New in Chrome 70 - guzik
https://developers.google.com/web/updates/2018/10/nic70
======
cromwellian
HackerNews is starting to become less and less useful for reading tech news as
of late. I come here to read stuff that's interesting in tech/science/etc,
because the signal-to-noise was great.

The vast majority of comments on this article are complaining about a single
thing: a bluetooth API behind permissions check, and then spilling over into
political arguments about what the Web should be (documents only!) and
hyperbole (e.g. "i'll be bombarded by permission requests" \-- lots of Web
APIs can ask for permissions already like the Mic and Webcam, why isn't there
an epidemic of permission spam from those, but you expect BT?)

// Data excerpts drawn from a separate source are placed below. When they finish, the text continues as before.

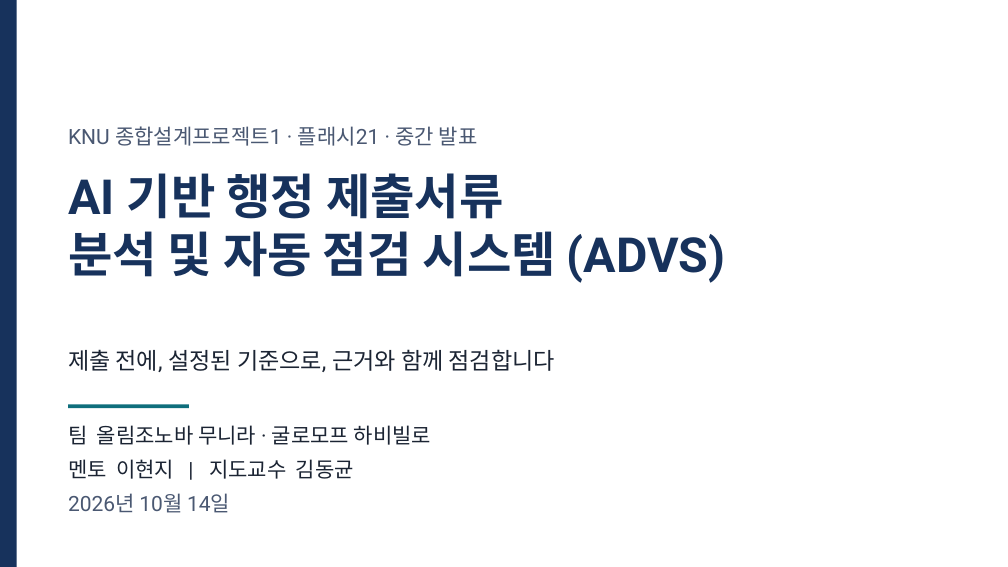
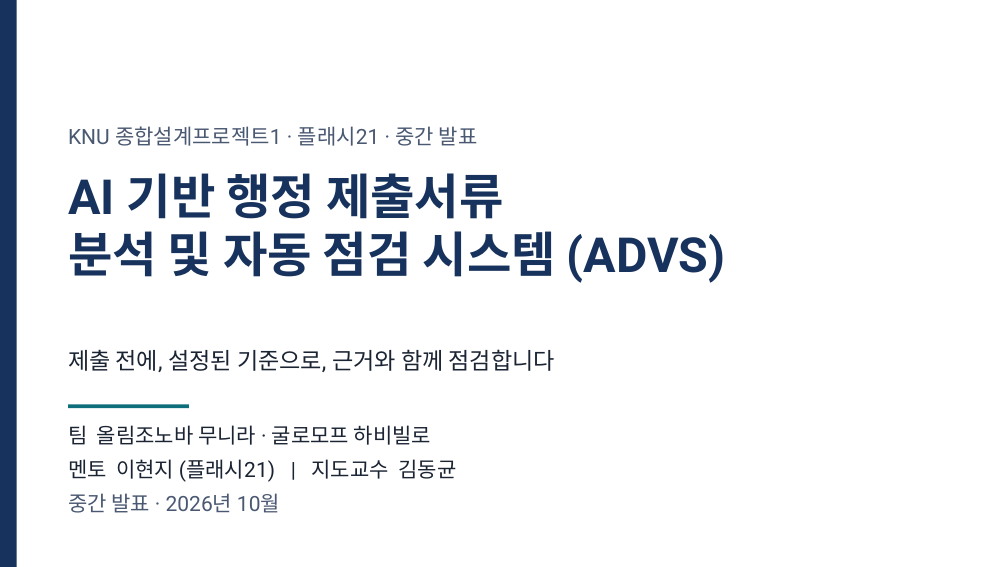
Before and after one commit to khabibro/ADVS, a slide deck: slide 1 of docs/midterm/ADVS_midterm.pptx. Drawn at 1008x567 pixels with LibreOffice and Linux fonts; fonts in the diff are those of the drawing. Boxes give left, top, right and bottom in pixels: in the first picture for what was removed or moved away, otherwise in the second. Text is boxed around its words. In the diff, an @@ line names an element or a change of style, - is before the commit and + after.

```diff
--- a/docs/midterm/ADVS_midterm.pptx
+++ b/docs/midterm/ADVS_midterm.pptx
@@ text at (x1=68, y1=459, x2=456, y2=513): text changed @@
-멘토 이현지 | 지도교수 김동균
-2026년 10월 14일
+멘토 이현지 (플래시21) | 지도교수 김동균
+중간 발표 · 2026년 10월
```
Also in this commit, not shown: 8 other slides changed, 9 slides added, 5 slides removed, 4 other files.
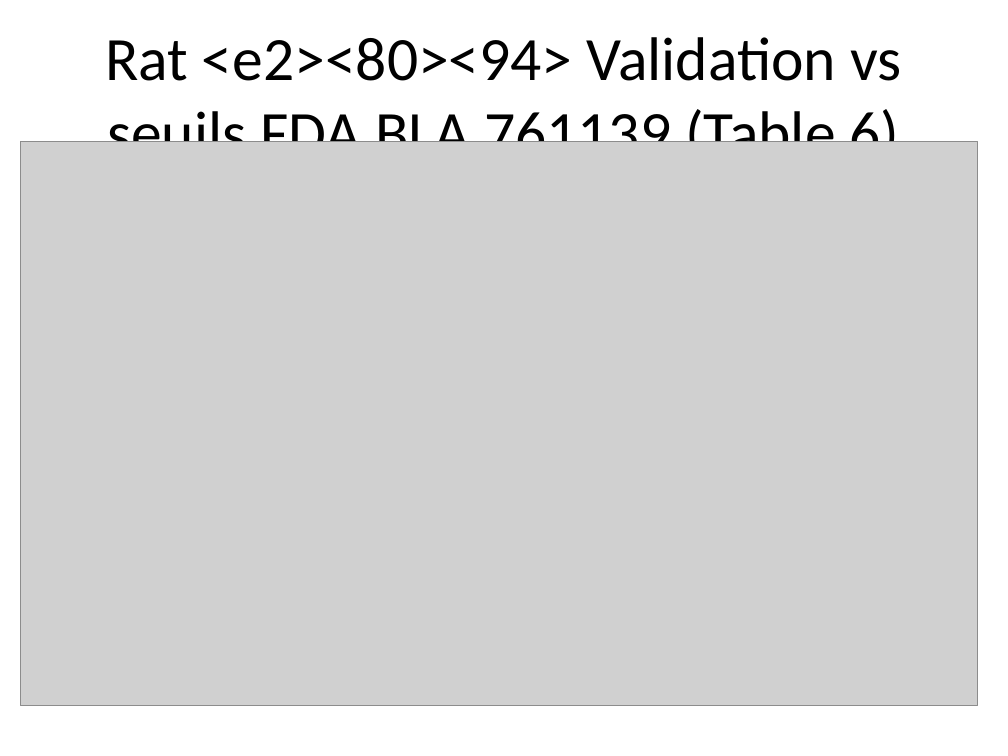
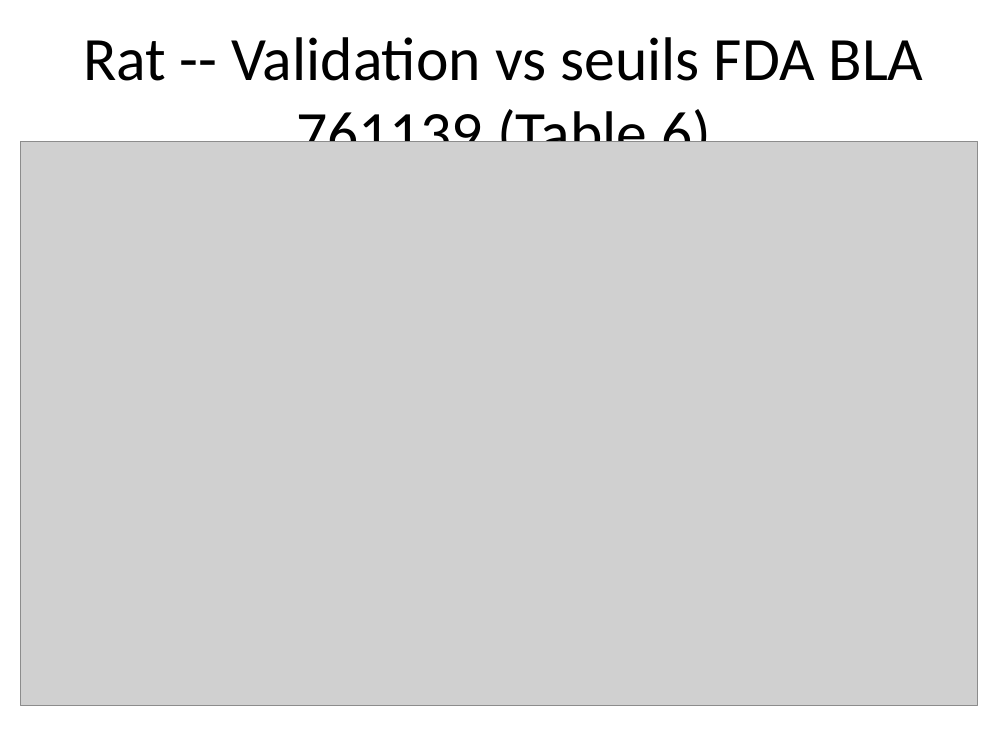
Before and after one commit to omarhss4k/Hema, a slide deck: slide 4 of scripts_tdxd/TDXD_presentation.pptx. Drawn at 1008x756 pixels with LibreOffice and Linux fonts; fonts in the diff are those of the drawing; grey boxes stand for pictures. Boxes give left, top, right and bottom in pixels: in the first picture for what was removed or moved away, otherwise in the second. Text is boxed around its words. In the diff, an @@ line names an element or a change of style, - is before the commit and + after.

```diff
--- a/scripts_tdxd/TDXD_presentation.pptx
+++ b/scripts_tdxd/TDXD_presentation.pptx
@@ title at [83,37,924,142]: text changed @@
-Rat <e2><80><94> Validation vs seuils FDA BLA 761139 (Table 6)
+Rat -- Validation vs seuils FDA BLA 761139 (Table 6)
```
Also in this commit, not shown: 11 other slides changed, 1 other file.

For example, if I hadn't read the link in detail, I wouldn't have even known
about the Web Authentication API extension ([https://developer.mozilla.org/en-
US/docs/Web/API/Web_Authent...](https://developer.mozilla.org/en-
US/docs/Web/API/Web_Authentication_API)) to the Credential Management API.
Improving authentication on the Web should be an interesting topic for HN, but
no one even mentioned it.

The ship has sailed, we're 20+ years into this open ecosystem of ephemeral,
mobile code execution, with Web Assembly poised to take it even further. We're
not going back to documents-only, so either we improve the Web, it's security,
performance, and capability, or we freeze in place, and hand our lives over to
the App Stores of the world (the security world of native-platforms with side-
load app capability isn't very impressive at this point)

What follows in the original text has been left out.